I read in another thread that the frame rate will also drop when the battery is below 50% or so. I noticed this yesterday shooting one of my GF's softball games. Normally I start on a full batt, but this one was in the 60%'s when I started shooting. At some point I noticed that the frame rate seemed to really drop. I was shooting wide open, high shutter speed and flicker reduction was off. I checked the battery and it was in the low/mid 40%'s.

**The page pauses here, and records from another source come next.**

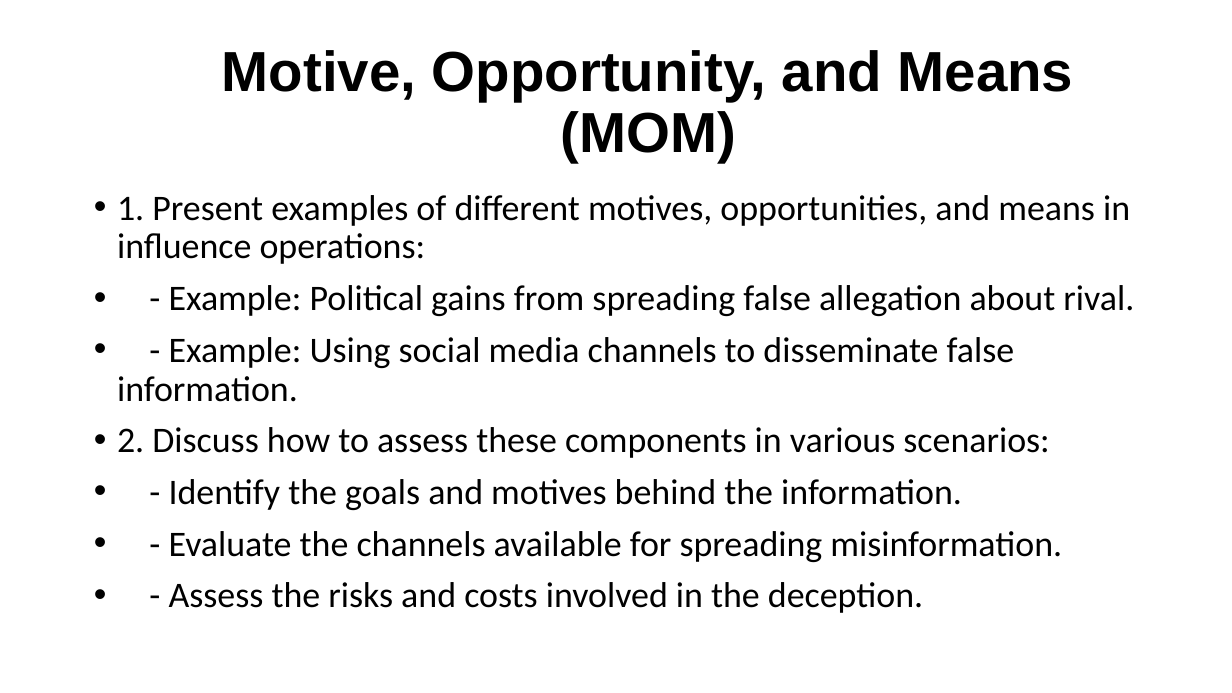
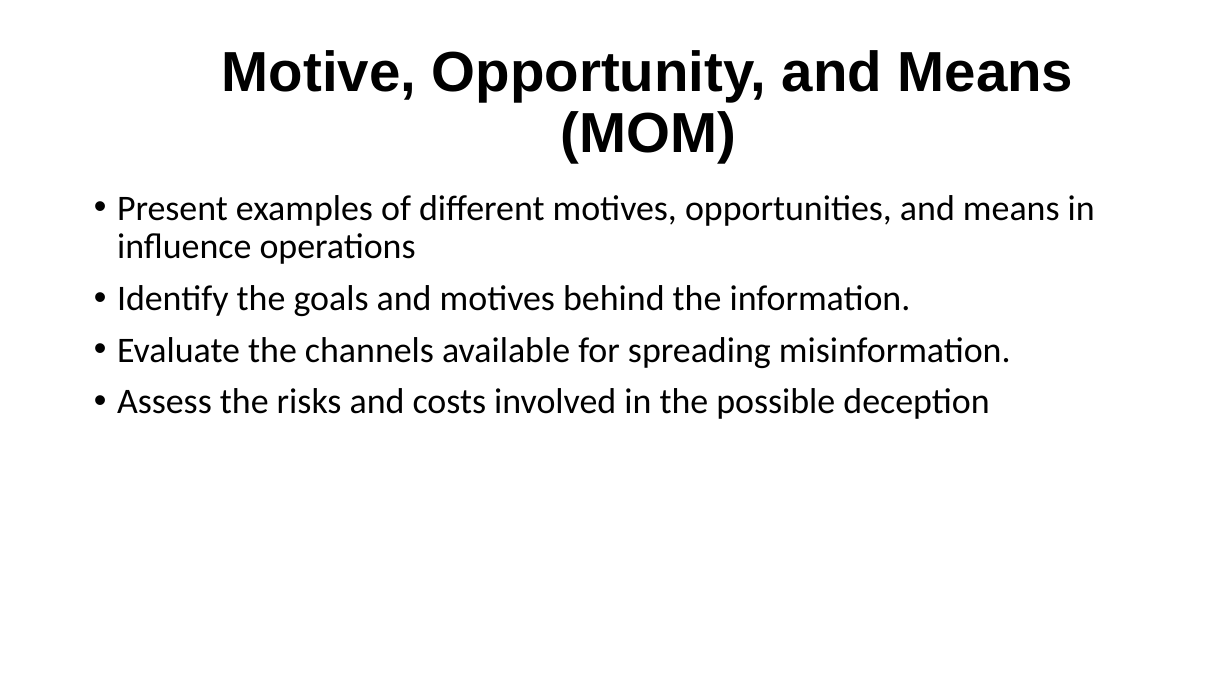
Before and after one commit to irregularchat/Counter_Malign_Information_Training, a slide deck: slide 15 of Counter_Malign_Information/4-Implement-For_Instructors/Lesson_Plans/Lesson_05-Identify_Malign_Information/Audio_Visual-Identify_Misinformation/Instructor-Lesson_Slide-Identify_Misinformation.pptx (slide 7 before the commit). Drawn at 1232x693 pixels with LibreOffice and Linux fonts; fonts in the diff are those of the drawing. Boxes give left, top, right and bottom in pixels: in the first picture for what was removed or moved away, otherwise in the second. Text is boxed around its words. In the diff, an @@ line names an element or a change of style, - is before the commit and + after.

```diff
--- a/Counter_Malign_Information/4-Implement-For_Instructors/Lesson_Plans/Lesson_05-Identify_Malign_Information/Audio_Visual-Identify_Misinformation/Instructor-Lesson_Slide-Identify_Misinformation.pptx
+++ b/Counter_Malign_Information/4-Implement-For_Instructors/Lesson_Plans/Lesson_05-Identify_Malign_Information/Audio_Visual-Identify_Misinformation/Instructor-Lesson_Slide-Identify_Misinformation.pptx
@@ text at <box>117,195,1095,419</box>: text changed @@
-• 1. Present examples of different motives, opportunities, and means in influence operations:
-• - Example: Political gains from spreading false allegation about rival.
-• - Example: Using social media channels to disseminate false information.
-• 2. Discuss how to assess these components in various scenarios:
-• - Identify the goals and motives behind the information.
-• - Evaluate the channels available for spreading misinformation.
-• - Assess the risks and costs involved in the deception.
+• Present examples of different motives, opportunities, and means in influence operations
+• Identify the goals and motives behind the information.
+• Evaluate the channels available for spreading misinformation.
+• Assess the risks and costs involved in the possible deception
```
Also in this commit, not shown: 7 other slides changed, 6 slides added, 1 slide removed, 1 other file.
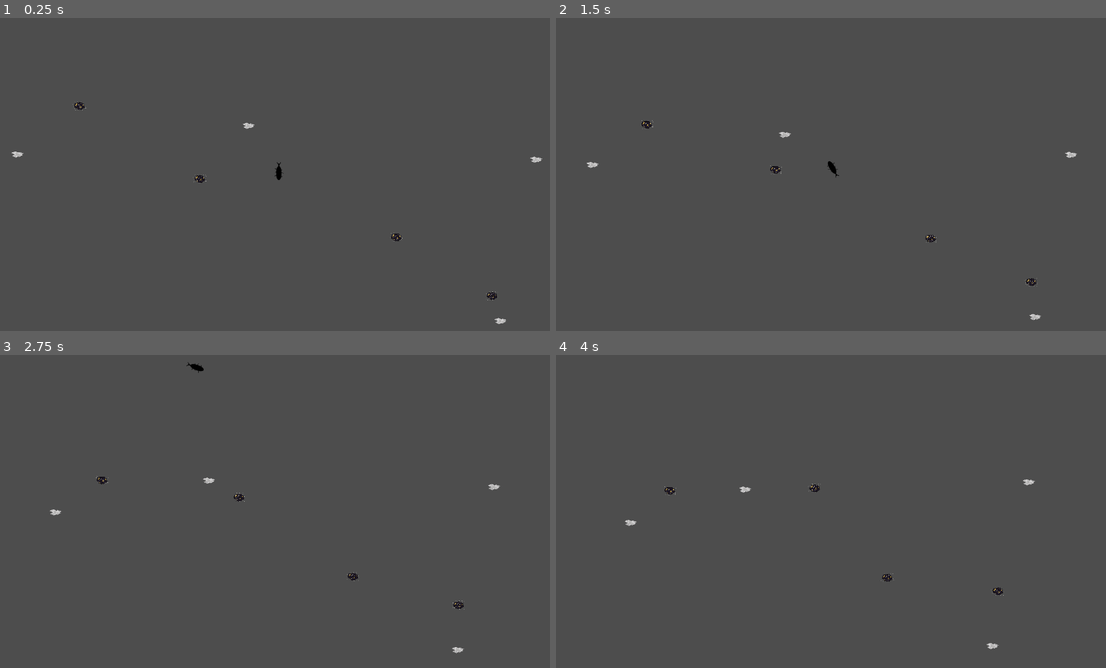
Above: before the commit, frames 1-4 (two rows, left to right).
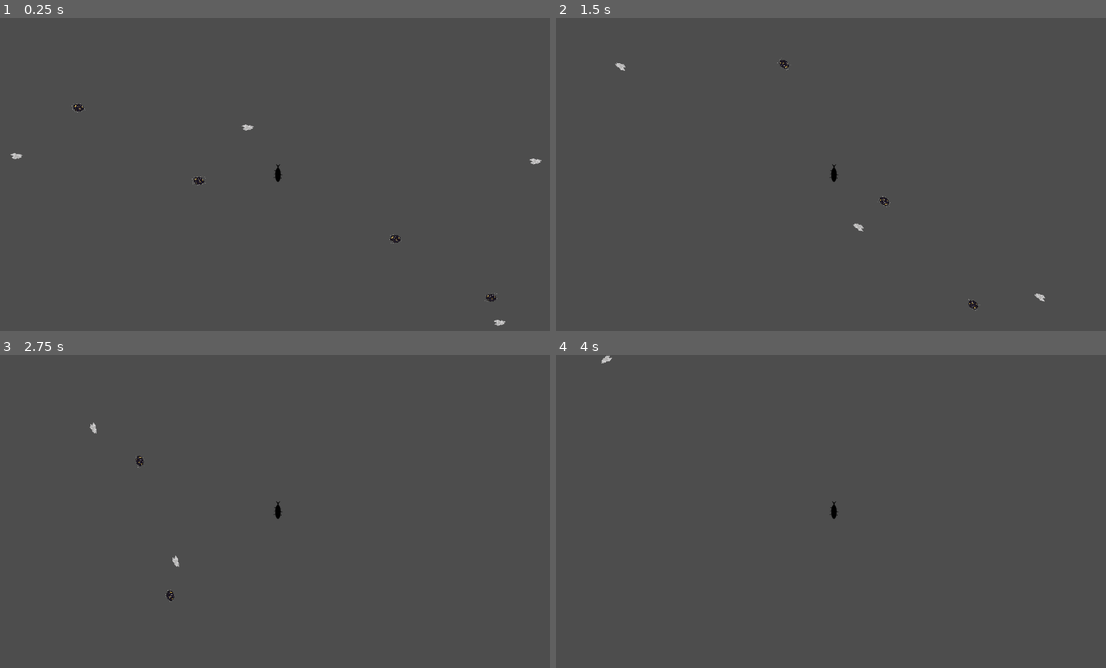
Above: after the commit, the same moments.

Repository: CarterHorton/starrrboard-HO
Game: Godot game, scene res://scenes/game.tscn
Same seed, same stepped clock (60 frames per second), same inputs: the game is played once before the commit and once after it.
Inputs:
- Up to frame 1 (0.25 s): no input
- Up to frame 2 (1.5 s): hold Right (rotate_right) 0.53-1.28 s; hold Down (move_backward) from 1.28 s (still down)
- Up to frame 3 (2.75 s): release Down (move_backward) at 2.03 s; hold Right (rotate_right) from 2.03 s (still down)
- Up to frame 4 (4 s): release Right (rotate_right) at 2.78 s; hold Up (move_forward) 2.78-3.53 s; hold Left (rotate_left) from 3.53 s (still down)

The runs differ from the first frame. In frame 1, 0.3% of the frame differs, in the area x 1-99%, y 26-99%; in frame 2, 0.5%, in the area x 5-95%, y 13-97%; in frame 3, 0.5%; in frame 4, 0.3%.

Commit message:
Camera Movements and bodies

Diff:
--- a/starrrboard,-ho!/scenes/player.tscn
+++ b/starrrboard,-ho!/scenes/player.tscn
@@ -11,7 +11,7 @@
 radius = 7.0
 height = 34.0
 
-[node name="CharacterBody2D" type="CharacterBody2D" groups=["player"]]
+[node name="player" type="CharacterBody2D" groups=["player"]]
 script = ExtResource("1_g2els")
 
 [node name="Sprite2D" type="Sprite2D" parent="."]
@@ -23,6 +23,9 @@
 scale = Vector2(0.8, 0.8)
 shape = SubResource("CapsuleShape2D_g2els")
 
+[node name="Camera2D" type="Camera2D" parent="."]
+ignore_rotation = false
+
 [node name="Area2D" type="Area2D" parent="."]
 
 [node name="CollisionShape2D" type="CollisionShape2D" parent="Area2D"]
Not shown, added: starrrboard,-ho!/assets/PlayerShip_Damage.png.import
Not shown, added: starrrboard,-ho!/assets/PlayerShip_Default.png.import
Not shown, added: starrrboard,-ho!/assets/Thruster_FullSpeed.png.import
Not shown, added: starrrboard,-ho!/assets/Thruster_FullSpeed2.png.import
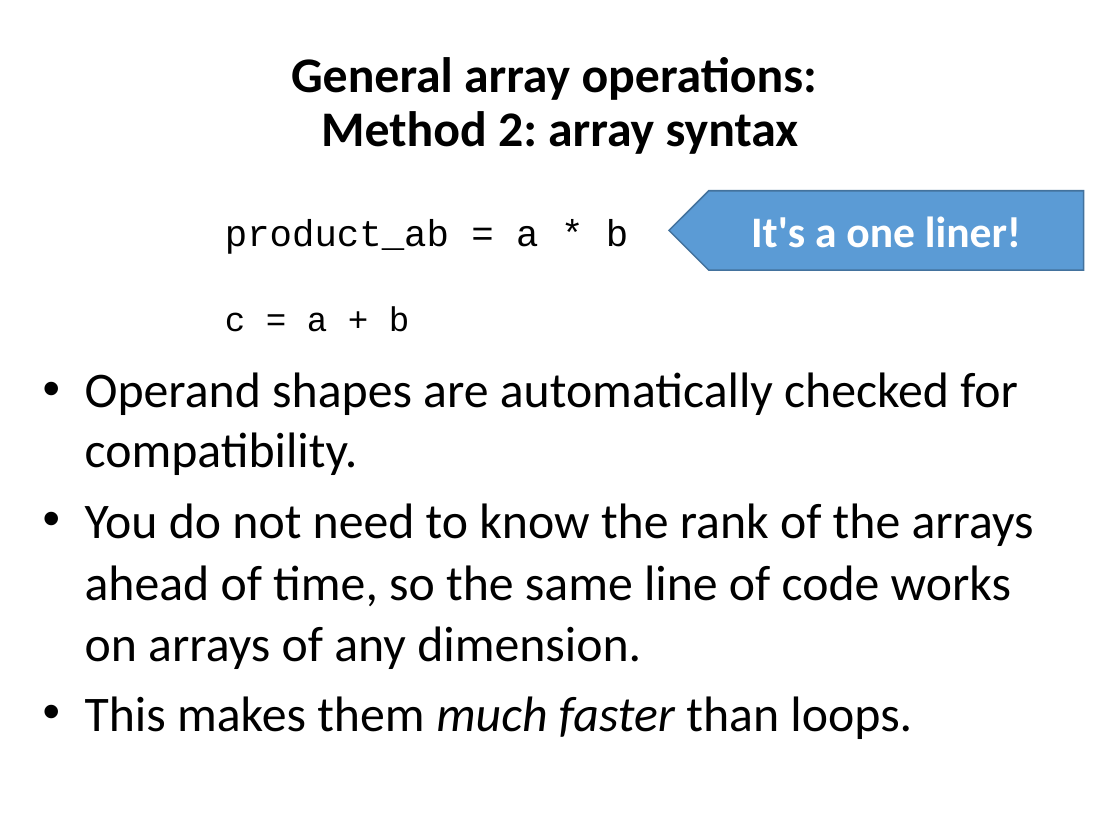
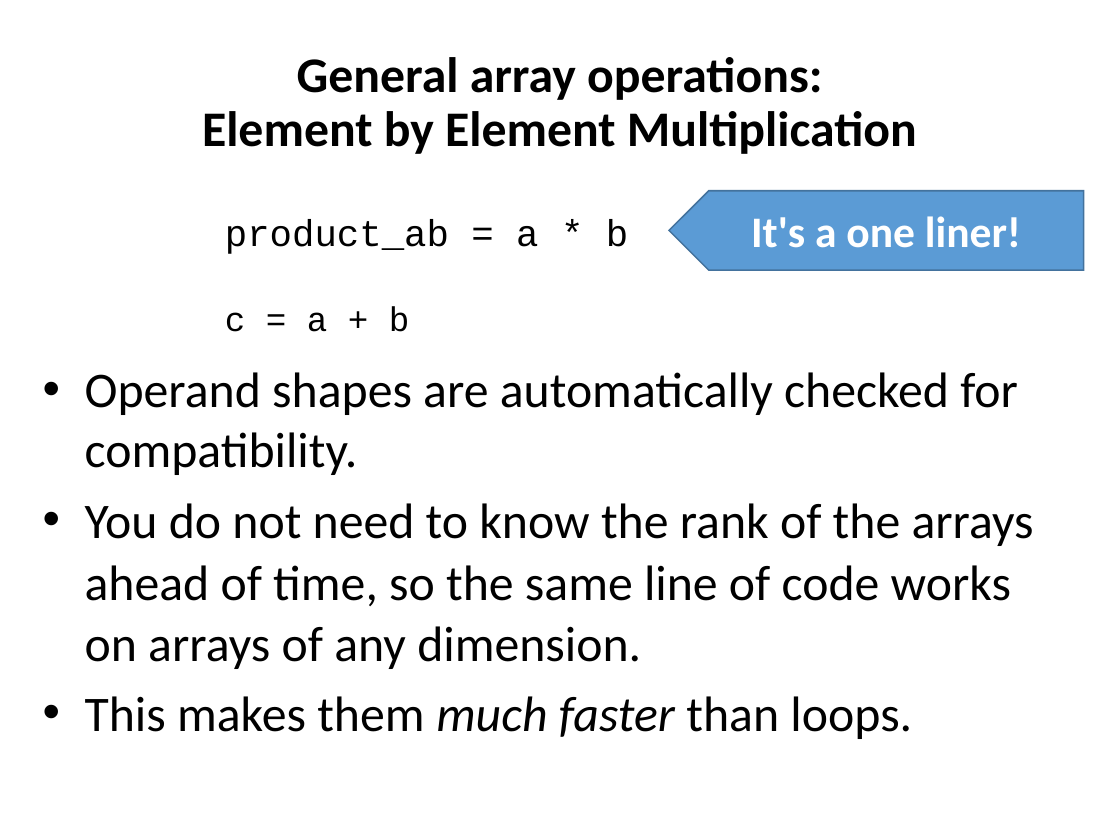
Before and after one commit to ncasuk/ncas-isc, a slide deck: slide 20 of python/presentations/handling_arrays/numpy.pptx (slide 21 before the commit). Drawn at 1120x840 pixels with LibreOffice and Linux fonts; fonts in the diff are those of the drawing; background and template pictures are left out. Boxes give left, top, right and bottom in pixels: in the first picture for what was removed or moved away, otherwise in the second. Text is boxed around its words. In the diff, an @@ line names an element or a change of style, - is before the commit and + after.

```diff
--- a/python/presentations/handling_arrays/numpy.pptx
+++ b/python/presentations/handling_arrays/numpy.pptx
@@ title at [202, 57, 917, 154]: text changed @@
-General array operations:
-Method 2: array syntax
+General array operations:
+Element by Element Multiplication
```
Also in this commit, not shown: 5 other slides changed, 2 slides removed, 1 other file.
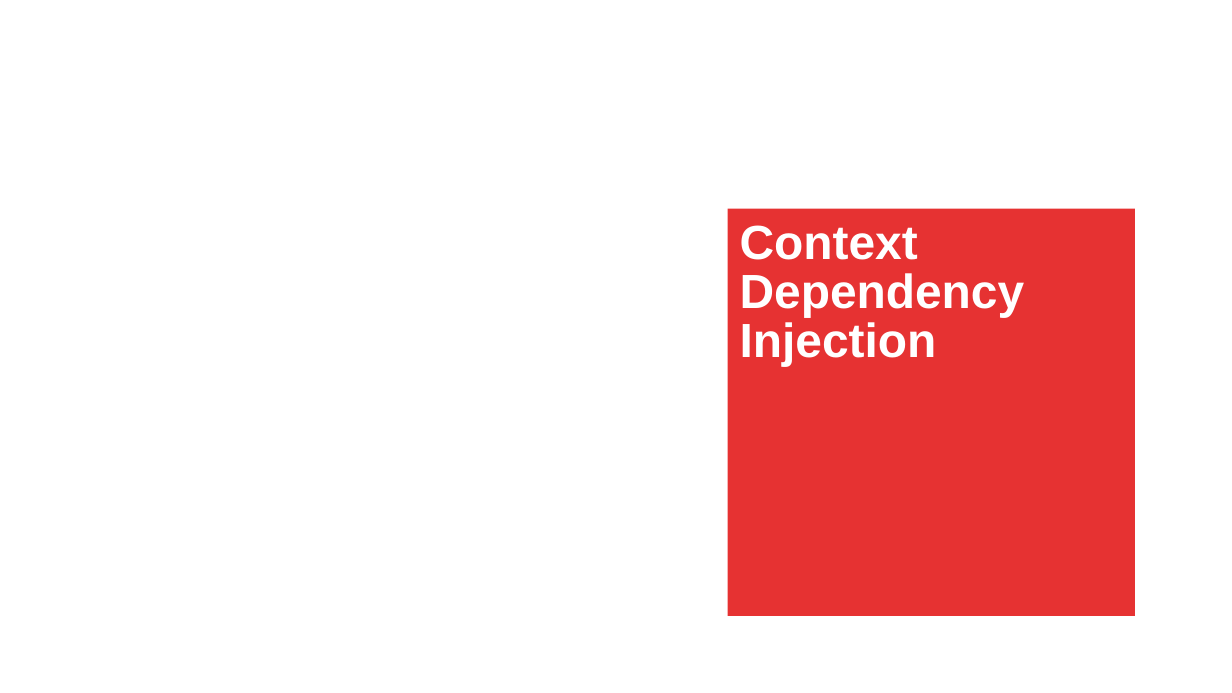
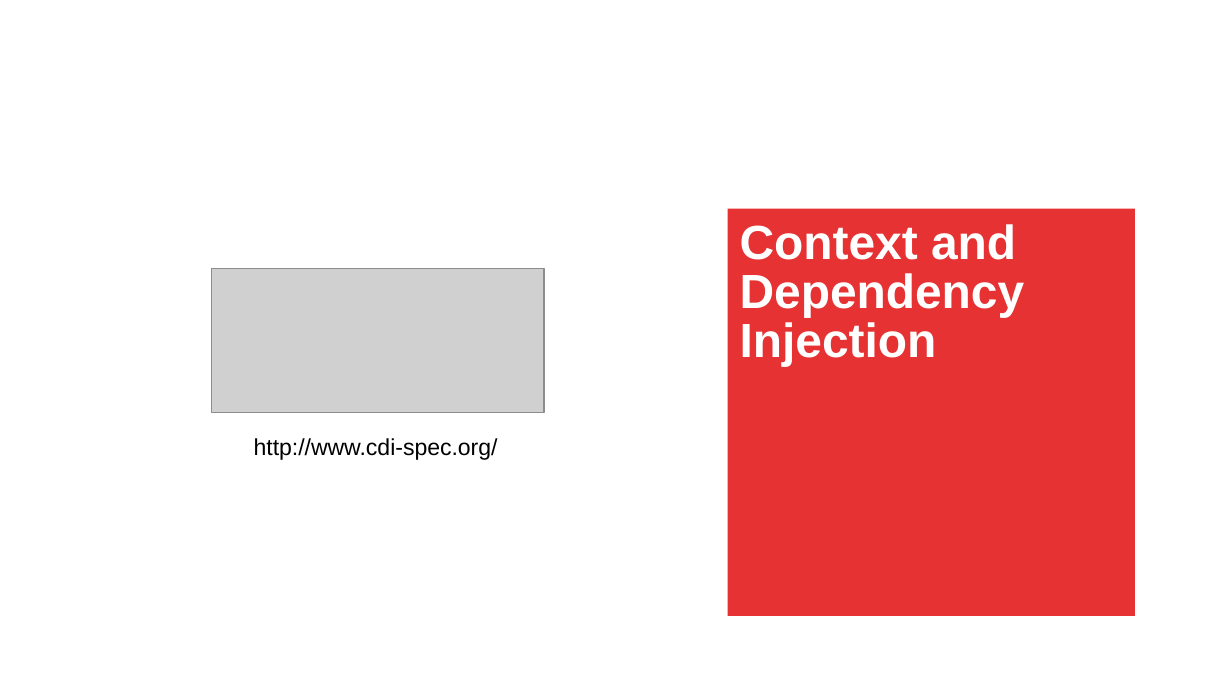
Before and after one commit to AMIS-Services/sig-springboot-1, a slide deck: slide 1 of CDI.pptx. Drawn at 1232x693 pixels with LibreOffice and Linux fonts; fonts in the diff are those of the drawing; grey boxes stand for pictures; background and template pictures are left out. Boxes give left, top, right and bottom in pixels: in the first picture for what was removed or moved away, otherwise in the second. Text is boxed around its words. In the diff, an @@ line names an element or a change of style, - is before the commit and + after.

```diff
--- a/CDI.pptx
+++ b/CDI.pptx
@@ title at [740,224,1025,366]: text changed @@
-Context
-Dependency
-Injection
+Context and
+Dependency
+Injection
@@ picture added at [212,269,545,413] @@
@@ text added at [254,438,498,460], 13.5 pt, text #000000 @@
+http://www.cdi-spec.org/
```
Also in this commit, not shown: 24 other slides changed, 33 slides removed.

Put a hot battery in and frame rate was back up.


----------



## Valvebounce (Oct 25, 2016)

Hi RunAndGun. 
Both my 7D and 7DII have this, you switch off and all the info disappears, pull the battery, give it a few seconds and it goes progressively darker, (but not black) and fuzzy, putting the battery back in causes an instant reversal, I guess they may have changed the way it behaves on the 5D IV. 

Cheers, Graham. 



RunAndGun said:


> Valvebounce said:
> 
> 
> > Hi PBD.
> ...


----------



## RunAndGun (Oct 26, 2016)

Valvebounce said:


> Hi RunAndGun.
> Both my 7D and 7DII have this, you switch off and all the info disappears, pull the battery, give it a few seconds and it goes progressively darker, (but not black) and fuzzy, putting the battery back in causes an instant reversal, I guess they may have changed the way it behaves on the 5D IV.
> 
> Cheers, Graham.
> ...



Interesting. Maybe it's just the 7 series. I don't recall that happening in my 5D III, either. But I never looked for it.


----------